Gaga was my first thought, but Pink tracks too. I don’t think Pink has done a Vegas residency yet. Gaga starts next year. We have tickets for October 2019. Should be quite the show.


----------



## Budda (May 29, 2007)

No one's said Beyonce.


----------



## greco (Jul 15, 2007)

Budda said:


> No one's said Beyonce.





vadsy said:


> Beyoncé will probably reign supreme.


----------



## Budda (May 29, 2007)

Quiet, Dave!


----------



## greco (Jul 15, 2007)

Budda said:


> Quiet, Dave!


Sorry


----------



## nnieman (Jun 19, 2013)

Pink.
Lady Gaga is just too weird.

Nathan


----------



## BSTheTech (Sep 30, 2015)

The weirder the better...


----------



## vadsy (Dec 2, 2010)

BSTheTech said:


> The weirder the better...
> 
> View attachment 232606


I think she does weird well but can dish out the full norm too. She evolves and adapts, she's an artist, thats pretty cool. Meat dress one day, Tony Bennet classy piano duets the next and top it all of with acting and singing live off the floor for a movie soundtrack.

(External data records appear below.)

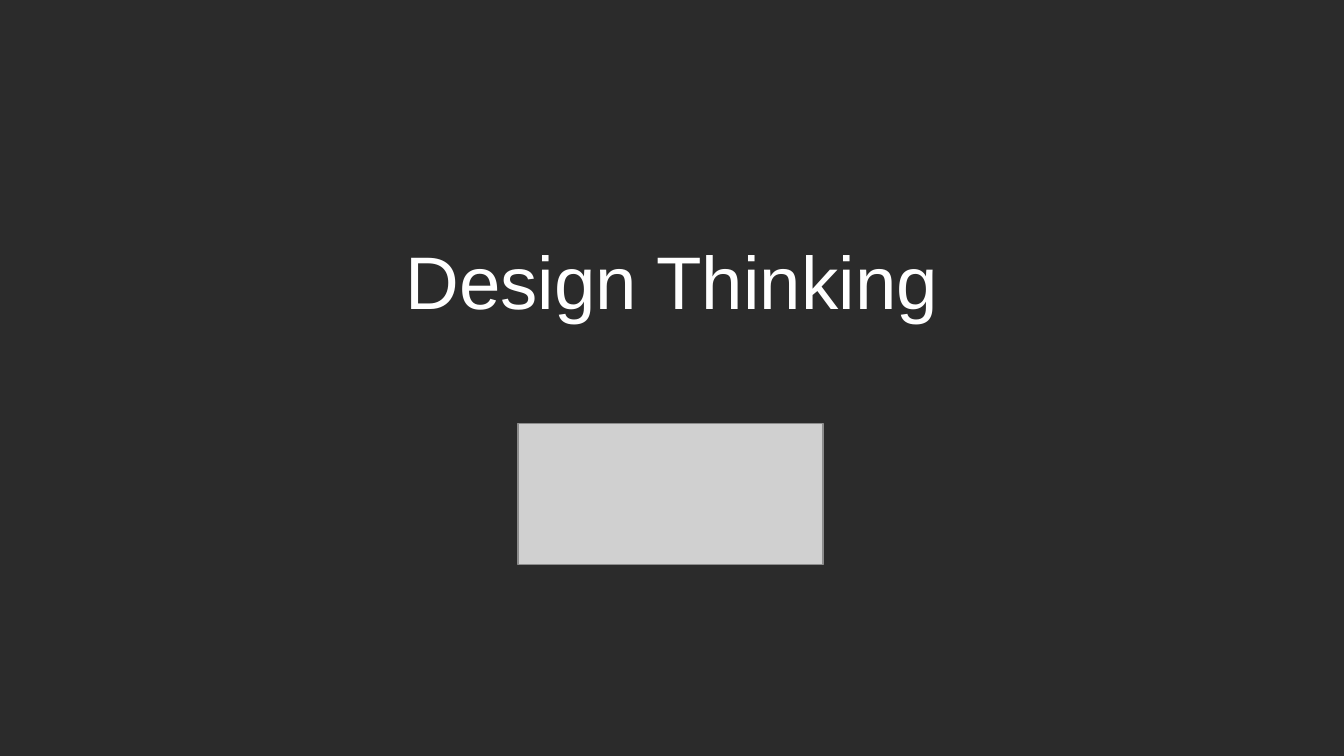
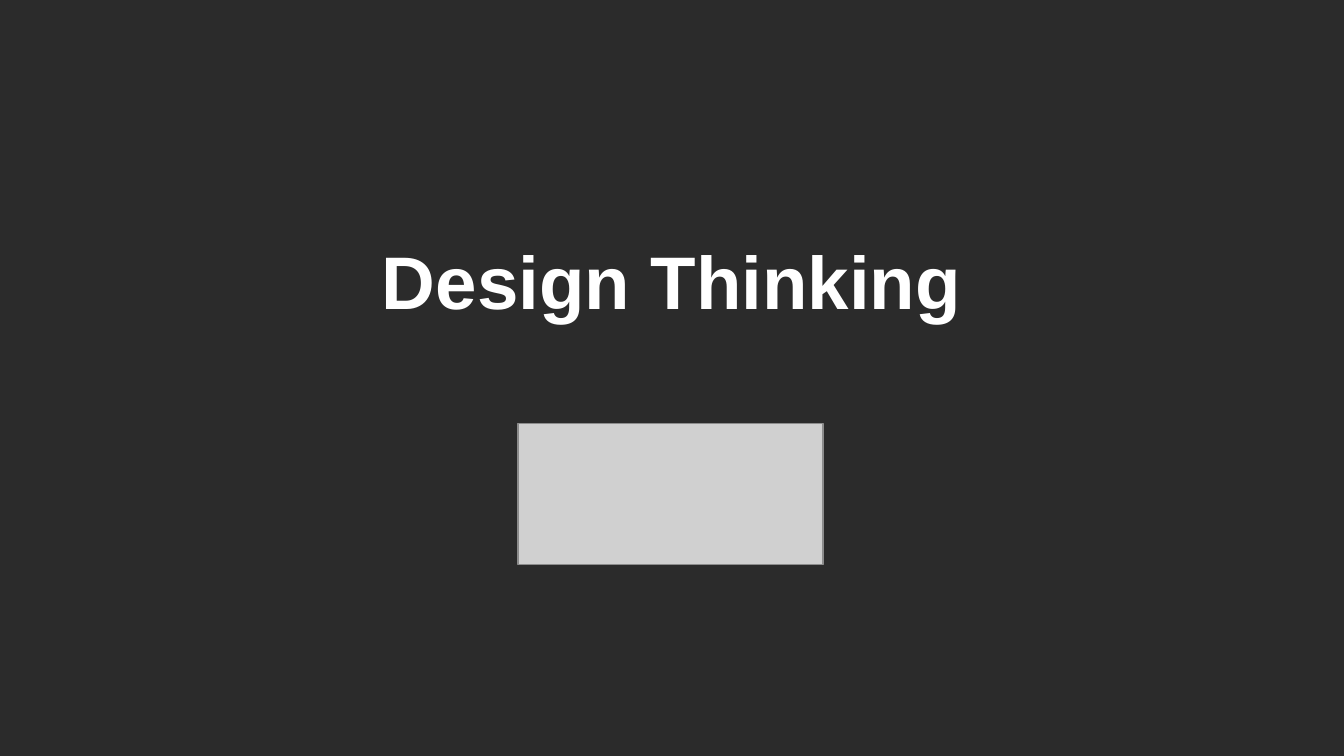
Before and after one commit to jejaksaid/course-flc, a slide deck: slide 1 of design thinking/slide.odp. Drawn at 1344x756 pixels with LibreOffice and Linux fonts; fonts in the diff are those of the drawing; grey boxes stand for pictures; background and template pictures are left out; a plain dark background stands for a picture behind light text. Boxes give left, top, right and bottom in pixels: in the first picture for what was removed or moved away, otherwise in the second. Text is boxed around its words. In the diff, an @@ line names an element or a change of style, - is before the commit and + after.

Commit message:
edited design thinking

```diff
--- a/design thinking/slide.odp
+++ b/design thinking/slide.odp
@@ title "Design Thinking" at <box>382,255,961,323</box>: bold on @@
```
Also in this commit, not shown: 8 slides added, 5 slides removed, 2 other files.

I thought she was a gimmick when it all started up but I've changed my opinion of her completely.


----------



## vadsy (Dec 2, 2010)

nnieman said:


> Pink.
> Lady Gaga is just too weird.
> 
> Nathan


Justin is a great guitar player and its awesome to see him get the spotlight playing with Pink, she's alright in my book.


----------